Bienvenue, 1 / Marguerite Abouet, Singeon


Couverture de l'album
Bienvenue est une jeune parisienne complexée par son prénom et qui semble avoir un talent particulier pour attirer les situations désagréables. Elle est dotée d'une mère castratrice qui refait sa vie avec un paysan devenu millionnaire après avoir gagné au Loto. Elle partage une mansarde sous les toits avec Lola, qui attend de pouvoir faire une carrière d'actrice en écumant les castings des clips de rap, dépense en fringues ses payes épisodiques et sort avec un beau mec défiguré qui lui cache ses fréquents séjours en prison. Elle partage les secrets de sa copine Olga, qui vit une histoire d'amour défendue avec son propre cousin. Elle court de l'école d'arts au baby-sitting, et finit ses journées par des extras dans les soirées des beaux quartiers. Elle s'inquiète de ses voisins de palier, entre celui qui rentre saoul après avoir été recalé à un énième entretien d'embauche, celui qui cogne sa femme parce qu'elle ne peut pas avoir d'enfant, celui qui garde la sienne enfermée pour lui éviter les tentations extérieures... Et comme si ça ne suffisait pas, elle se fait alpaguer par  une suicidaire récidiviste qui la requiert à la moindre saute d'humeur.
    Au fond, tout ceci n'est peut-être que justice ? Bienvenue a un petit côté vierge effarouchée, qui lui fait répondre vertement aux sollicitations bienveillantes de ses camarades de promo, et une intransigeance qui l'amène à dire ses quatre vérités à qui la pousse dans ses retranchements. Florilège : au compagnon de sa mère qui annonce d'un air satisfait : « eh oui mes petits, j'ai roulé ma bosse et travaillé dur pour être ce que je suis aujourd'hui », elle renvoie par-dessus le café dominical : « oui bravo ! Les autres personnes travaillent pour être quelqu'un d'autre, c'est connu ». A Lola qui lui demande de se trouver un autre gîte pour la nuit parce que Charlie vient ce soir : « ce type te prend juste pour sa poupée gonflable ». A Pénélope qui veut se jeter sous le prochain métro : « Vous suicider, là maintenant ? Ah non, ça ne va pas être possible !
- Ne vous mêlez pas de mon suicide !
- Il ne fallait pas me le dire dans ce cas.
- Et pourquoi pas ?
- Bah, vous allez embêter tous les usagers, c'est pas sympa. »
Elle est pourtant généreuse, Bienvenue. Octave et Alice, les enfants qu'elle garde, l'adorent. Elle est capable de passer la soirée au chevet du voisin le temps qu'il dessaoule, et de sécher les cours si Pénélope a un coup de déprime. Qui sait, elle pourrait même tomber amoureuse, avec sa frange dans les yeux, son jean avachi et son éternelle veste bleue...

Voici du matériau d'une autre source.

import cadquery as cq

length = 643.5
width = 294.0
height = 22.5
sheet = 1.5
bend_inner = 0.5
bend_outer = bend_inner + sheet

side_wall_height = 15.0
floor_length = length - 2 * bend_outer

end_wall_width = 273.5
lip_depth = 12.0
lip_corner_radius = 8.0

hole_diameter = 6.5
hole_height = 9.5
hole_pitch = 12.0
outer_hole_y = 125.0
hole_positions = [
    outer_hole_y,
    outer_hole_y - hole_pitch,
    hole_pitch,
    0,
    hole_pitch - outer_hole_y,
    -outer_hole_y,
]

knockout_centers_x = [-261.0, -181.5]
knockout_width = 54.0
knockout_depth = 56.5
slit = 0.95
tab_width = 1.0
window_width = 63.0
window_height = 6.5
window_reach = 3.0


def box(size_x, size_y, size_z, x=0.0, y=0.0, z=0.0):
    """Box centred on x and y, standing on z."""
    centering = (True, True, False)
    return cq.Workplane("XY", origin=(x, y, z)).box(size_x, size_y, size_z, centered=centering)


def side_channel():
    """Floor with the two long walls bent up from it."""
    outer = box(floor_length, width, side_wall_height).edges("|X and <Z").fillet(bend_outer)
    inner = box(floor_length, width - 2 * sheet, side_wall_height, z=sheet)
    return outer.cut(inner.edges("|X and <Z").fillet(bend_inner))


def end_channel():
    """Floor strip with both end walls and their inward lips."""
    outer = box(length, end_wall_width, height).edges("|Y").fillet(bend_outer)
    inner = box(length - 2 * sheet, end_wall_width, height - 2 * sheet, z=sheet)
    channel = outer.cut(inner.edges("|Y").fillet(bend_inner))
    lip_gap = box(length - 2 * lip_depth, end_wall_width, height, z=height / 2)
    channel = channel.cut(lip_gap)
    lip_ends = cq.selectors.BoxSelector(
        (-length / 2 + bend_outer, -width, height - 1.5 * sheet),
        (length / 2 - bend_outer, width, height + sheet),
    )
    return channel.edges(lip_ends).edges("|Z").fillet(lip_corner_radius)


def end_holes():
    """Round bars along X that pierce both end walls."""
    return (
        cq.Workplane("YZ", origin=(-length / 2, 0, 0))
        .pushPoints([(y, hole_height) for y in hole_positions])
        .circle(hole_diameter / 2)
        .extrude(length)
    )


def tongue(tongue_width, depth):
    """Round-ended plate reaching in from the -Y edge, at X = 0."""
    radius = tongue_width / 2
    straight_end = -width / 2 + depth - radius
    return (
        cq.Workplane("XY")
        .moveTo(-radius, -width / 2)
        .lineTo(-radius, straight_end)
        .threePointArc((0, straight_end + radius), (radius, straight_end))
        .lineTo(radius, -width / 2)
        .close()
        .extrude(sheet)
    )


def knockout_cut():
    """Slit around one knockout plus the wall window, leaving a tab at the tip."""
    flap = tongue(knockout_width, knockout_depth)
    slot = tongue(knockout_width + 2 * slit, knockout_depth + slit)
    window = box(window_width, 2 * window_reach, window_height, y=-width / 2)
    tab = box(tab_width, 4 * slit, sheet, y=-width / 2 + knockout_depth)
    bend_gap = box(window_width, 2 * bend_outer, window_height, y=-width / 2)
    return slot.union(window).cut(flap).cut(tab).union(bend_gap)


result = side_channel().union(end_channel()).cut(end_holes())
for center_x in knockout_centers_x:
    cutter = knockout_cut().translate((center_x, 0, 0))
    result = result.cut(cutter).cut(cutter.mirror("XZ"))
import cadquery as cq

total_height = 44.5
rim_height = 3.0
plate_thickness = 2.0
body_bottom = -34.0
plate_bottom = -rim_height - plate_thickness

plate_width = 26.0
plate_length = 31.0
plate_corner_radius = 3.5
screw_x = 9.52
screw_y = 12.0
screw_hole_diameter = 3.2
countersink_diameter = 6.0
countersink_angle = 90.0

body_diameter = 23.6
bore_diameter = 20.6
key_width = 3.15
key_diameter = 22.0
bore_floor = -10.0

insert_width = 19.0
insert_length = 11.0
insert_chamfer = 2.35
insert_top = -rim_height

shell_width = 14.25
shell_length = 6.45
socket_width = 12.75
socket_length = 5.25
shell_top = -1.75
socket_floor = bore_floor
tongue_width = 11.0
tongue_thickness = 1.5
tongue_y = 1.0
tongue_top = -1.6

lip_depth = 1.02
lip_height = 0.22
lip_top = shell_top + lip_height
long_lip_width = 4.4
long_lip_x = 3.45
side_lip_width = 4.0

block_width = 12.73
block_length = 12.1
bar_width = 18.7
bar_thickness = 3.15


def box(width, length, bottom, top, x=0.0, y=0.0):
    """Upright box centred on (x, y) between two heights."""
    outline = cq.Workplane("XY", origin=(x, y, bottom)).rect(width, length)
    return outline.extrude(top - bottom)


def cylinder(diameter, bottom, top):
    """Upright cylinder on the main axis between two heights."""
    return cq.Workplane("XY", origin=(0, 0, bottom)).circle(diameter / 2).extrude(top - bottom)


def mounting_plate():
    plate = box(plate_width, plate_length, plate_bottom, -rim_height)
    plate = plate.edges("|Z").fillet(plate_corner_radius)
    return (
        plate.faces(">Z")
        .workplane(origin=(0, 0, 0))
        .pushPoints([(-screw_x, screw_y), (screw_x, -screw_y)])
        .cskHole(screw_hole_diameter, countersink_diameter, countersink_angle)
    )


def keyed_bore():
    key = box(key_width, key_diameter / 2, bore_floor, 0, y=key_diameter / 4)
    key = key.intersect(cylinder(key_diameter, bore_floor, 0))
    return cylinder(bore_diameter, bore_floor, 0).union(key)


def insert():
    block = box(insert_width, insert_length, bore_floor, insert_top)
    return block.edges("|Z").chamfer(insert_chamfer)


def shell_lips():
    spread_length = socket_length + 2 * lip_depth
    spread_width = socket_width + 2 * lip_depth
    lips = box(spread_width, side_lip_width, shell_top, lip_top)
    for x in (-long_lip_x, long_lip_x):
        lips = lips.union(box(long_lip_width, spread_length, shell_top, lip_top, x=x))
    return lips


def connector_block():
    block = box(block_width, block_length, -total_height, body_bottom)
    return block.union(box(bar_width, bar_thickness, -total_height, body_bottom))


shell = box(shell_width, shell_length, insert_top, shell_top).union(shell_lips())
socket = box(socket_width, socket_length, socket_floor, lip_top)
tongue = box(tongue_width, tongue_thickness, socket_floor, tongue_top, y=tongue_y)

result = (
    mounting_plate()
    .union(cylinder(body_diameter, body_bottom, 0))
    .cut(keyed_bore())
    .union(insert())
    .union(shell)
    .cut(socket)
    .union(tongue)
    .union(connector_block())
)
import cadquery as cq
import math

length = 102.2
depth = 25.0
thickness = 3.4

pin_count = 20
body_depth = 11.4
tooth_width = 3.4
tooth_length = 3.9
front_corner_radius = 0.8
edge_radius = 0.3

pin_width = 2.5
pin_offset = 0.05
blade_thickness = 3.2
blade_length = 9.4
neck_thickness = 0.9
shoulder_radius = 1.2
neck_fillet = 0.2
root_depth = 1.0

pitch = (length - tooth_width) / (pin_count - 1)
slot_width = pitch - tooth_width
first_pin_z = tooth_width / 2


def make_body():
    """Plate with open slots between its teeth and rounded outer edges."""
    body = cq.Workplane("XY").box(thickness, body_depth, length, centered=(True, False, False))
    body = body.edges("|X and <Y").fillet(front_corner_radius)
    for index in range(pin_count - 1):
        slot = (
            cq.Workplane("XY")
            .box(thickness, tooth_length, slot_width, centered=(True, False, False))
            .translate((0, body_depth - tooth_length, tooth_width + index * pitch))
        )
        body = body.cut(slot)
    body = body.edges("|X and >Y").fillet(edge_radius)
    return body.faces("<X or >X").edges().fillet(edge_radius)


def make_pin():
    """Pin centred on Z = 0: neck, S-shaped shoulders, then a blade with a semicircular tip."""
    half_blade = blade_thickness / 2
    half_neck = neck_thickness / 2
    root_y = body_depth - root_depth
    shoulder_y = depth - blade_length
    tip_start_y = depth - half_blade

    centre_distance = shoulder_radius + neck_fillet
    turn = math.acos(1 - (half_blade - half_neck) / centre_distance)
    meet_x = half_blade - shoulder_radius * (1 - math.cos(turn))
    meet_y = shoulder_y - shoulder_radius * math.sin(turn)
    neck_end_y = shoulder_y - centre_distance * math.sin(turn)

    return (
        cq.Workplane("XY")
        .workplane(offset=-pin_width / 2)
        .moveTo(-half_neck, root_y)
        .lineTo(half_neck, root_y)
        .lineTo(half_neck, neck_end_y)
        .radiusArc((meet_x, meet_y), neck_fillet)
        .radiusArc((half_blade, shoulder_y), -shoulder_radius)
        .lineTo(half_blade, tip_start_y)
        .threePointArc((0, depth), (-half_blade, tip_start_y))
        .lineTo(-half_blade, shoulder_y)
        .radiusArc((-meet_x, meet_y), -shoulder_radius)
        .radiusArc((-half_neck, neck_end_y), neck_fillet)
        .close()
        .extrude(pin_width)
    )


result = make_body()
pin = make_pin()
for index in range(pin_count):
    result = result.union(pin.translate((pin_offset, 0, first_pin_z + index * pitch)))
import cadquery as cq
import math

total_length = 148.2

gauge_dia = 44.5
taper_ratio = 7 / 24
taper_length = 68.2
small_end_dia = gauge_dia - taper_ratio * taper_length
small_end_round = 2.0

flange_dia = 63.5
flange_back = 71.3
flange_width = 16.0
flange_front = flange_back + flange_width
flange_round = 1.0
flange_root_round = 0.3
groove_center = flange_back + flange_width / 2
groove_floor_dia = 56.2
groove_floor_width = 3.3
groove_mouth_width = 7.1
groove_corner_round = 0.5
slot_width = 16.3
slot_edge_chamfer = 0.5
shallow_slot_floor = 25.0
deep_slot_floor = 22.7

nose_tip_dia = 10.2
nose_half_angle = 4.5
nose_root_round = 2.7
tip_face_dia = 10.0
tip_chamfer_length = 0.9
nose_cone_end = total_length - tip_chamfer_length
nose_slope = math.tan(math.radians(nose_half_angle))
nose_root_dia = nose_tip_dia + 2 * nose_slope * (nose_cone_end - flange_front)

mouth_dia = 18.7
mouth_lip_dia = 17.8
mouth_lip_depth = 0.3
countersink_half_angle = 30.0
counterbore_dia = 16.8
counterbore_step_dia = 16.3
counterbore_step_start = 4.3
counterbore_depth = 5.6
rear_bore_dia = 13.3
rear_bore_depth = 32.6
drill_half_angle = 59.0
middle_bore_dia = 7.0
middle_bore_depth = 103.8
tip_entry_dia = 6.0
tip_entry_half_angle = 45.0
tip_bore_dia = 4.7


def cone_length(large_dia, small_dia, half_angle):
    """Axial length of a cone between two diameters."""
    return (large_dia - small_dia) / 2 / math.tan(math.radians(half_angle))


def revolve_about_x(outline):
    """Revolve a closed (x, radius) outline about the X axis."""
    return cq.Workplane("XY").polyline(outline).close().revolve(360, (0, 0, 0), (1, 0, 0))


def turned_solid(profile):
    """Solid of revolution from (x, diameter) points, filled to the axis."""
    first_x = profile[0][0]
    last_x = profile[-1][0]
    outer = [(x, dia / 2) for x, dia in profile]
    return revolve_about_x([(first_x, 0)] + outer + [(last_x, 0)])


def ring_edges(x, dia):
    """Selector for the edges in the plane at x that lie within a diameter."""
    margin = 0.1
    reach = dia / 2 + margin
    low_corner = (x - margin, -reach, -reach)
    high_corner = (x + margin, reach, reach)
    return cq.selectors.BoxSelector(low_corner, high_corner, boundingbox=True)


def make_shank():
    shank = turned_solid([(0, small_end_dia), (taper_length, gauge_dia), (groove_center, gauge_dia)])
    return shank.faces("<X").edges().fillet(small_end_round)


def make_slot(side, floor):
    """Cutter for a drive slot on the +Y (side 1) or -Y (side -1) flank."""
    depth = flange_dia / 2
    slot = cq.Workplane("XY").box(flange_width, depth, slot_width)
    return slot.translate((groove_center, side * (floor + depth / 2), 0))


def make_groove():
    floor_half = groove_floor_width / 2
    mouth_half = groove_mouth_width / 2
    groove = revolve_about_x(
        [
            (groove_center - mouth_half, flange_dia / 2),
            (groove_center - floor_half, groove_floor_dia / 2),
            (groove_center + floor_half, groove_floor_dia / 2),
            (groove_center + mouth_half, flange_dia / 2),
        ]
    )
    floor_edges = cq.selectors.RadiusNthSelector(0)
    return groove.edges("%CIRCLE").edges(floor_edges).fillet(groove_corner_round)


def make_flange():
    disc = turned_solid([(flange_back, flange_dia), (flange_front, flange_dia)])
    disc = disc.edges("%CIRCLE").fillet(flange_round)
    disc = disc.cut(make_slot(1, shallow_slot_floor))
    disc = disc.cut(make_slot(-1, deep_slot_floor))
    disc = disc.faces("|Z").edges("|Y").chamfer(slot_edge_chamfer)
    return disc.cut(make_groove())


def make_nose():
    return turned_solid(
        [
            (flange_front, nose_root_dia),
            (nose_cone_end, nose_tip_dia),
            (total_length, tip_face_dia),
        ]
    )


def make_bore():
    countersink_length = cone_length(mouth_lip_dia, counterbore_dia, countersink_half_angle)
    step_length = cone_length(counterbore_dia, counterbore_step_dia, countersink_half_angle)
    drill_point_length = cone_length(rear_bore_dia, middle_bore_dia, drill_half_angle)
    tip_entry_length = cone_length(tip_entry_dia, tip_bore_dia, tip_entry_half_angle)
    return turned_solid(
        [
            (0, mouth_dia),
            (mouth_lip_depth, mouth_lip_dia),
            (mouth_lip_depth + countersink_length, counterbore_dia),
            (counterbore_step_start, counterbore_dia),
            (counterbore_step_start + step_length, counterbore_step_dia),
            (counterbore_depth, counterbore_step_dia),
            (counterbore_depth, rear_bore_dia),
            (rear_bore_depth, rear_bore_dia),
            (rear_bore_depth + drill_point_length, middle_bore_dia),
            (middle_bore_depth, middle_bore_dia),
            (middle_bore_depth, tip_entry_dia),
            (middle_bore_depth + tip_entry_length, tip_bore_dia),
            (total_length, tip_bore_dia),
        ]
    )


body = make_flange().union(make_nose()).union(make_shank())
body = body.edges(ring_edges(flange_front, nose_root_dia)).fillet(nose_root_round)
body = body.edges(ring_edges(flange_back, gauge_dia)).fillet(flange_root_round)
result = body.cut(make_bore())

    Après Aya de Yopougon, qui l'a imposée comme un des noms de la bande dessinée actuelle, Marguerite Abouet installe son récit à Paris, avec le même intérêt pour l'univers et les préoccupations des jeunes adultes, et avec la même verve volontiers tranchante. On sourit souvent, on rit aussi des saillies et des déconvenues de cette parisienne qui ne se laisse pas abattre. Le récit n'est pas illustré par le même dessinateur que pour Aya, et pourtant on se sent en terrain familier, comme si l'univers de Marguerite Abouet, par la force de son identité propre, était reconnaissable à travers des graphismes différents. Malgré un trait épuré, les personnages ont leur identité propre, surtout les personnages féminins, bien distincts graphiquement (ce qui n'est pas le cas chez tous les dessinateurs de BD). Voici donc une nouvelle série à suivre de près chez un auteur qui compte dans la bande dessinée actuelle. La série est accessible dès le lycée et le LP, même si elle s'adresse plutôt aux jeunes adultes.


Références :
Bienvenue, 1 / Marguerite Abouet, Singeon. Gallimard, 2010. (Bayou). 16,50 €. 978-2-07-062641-0.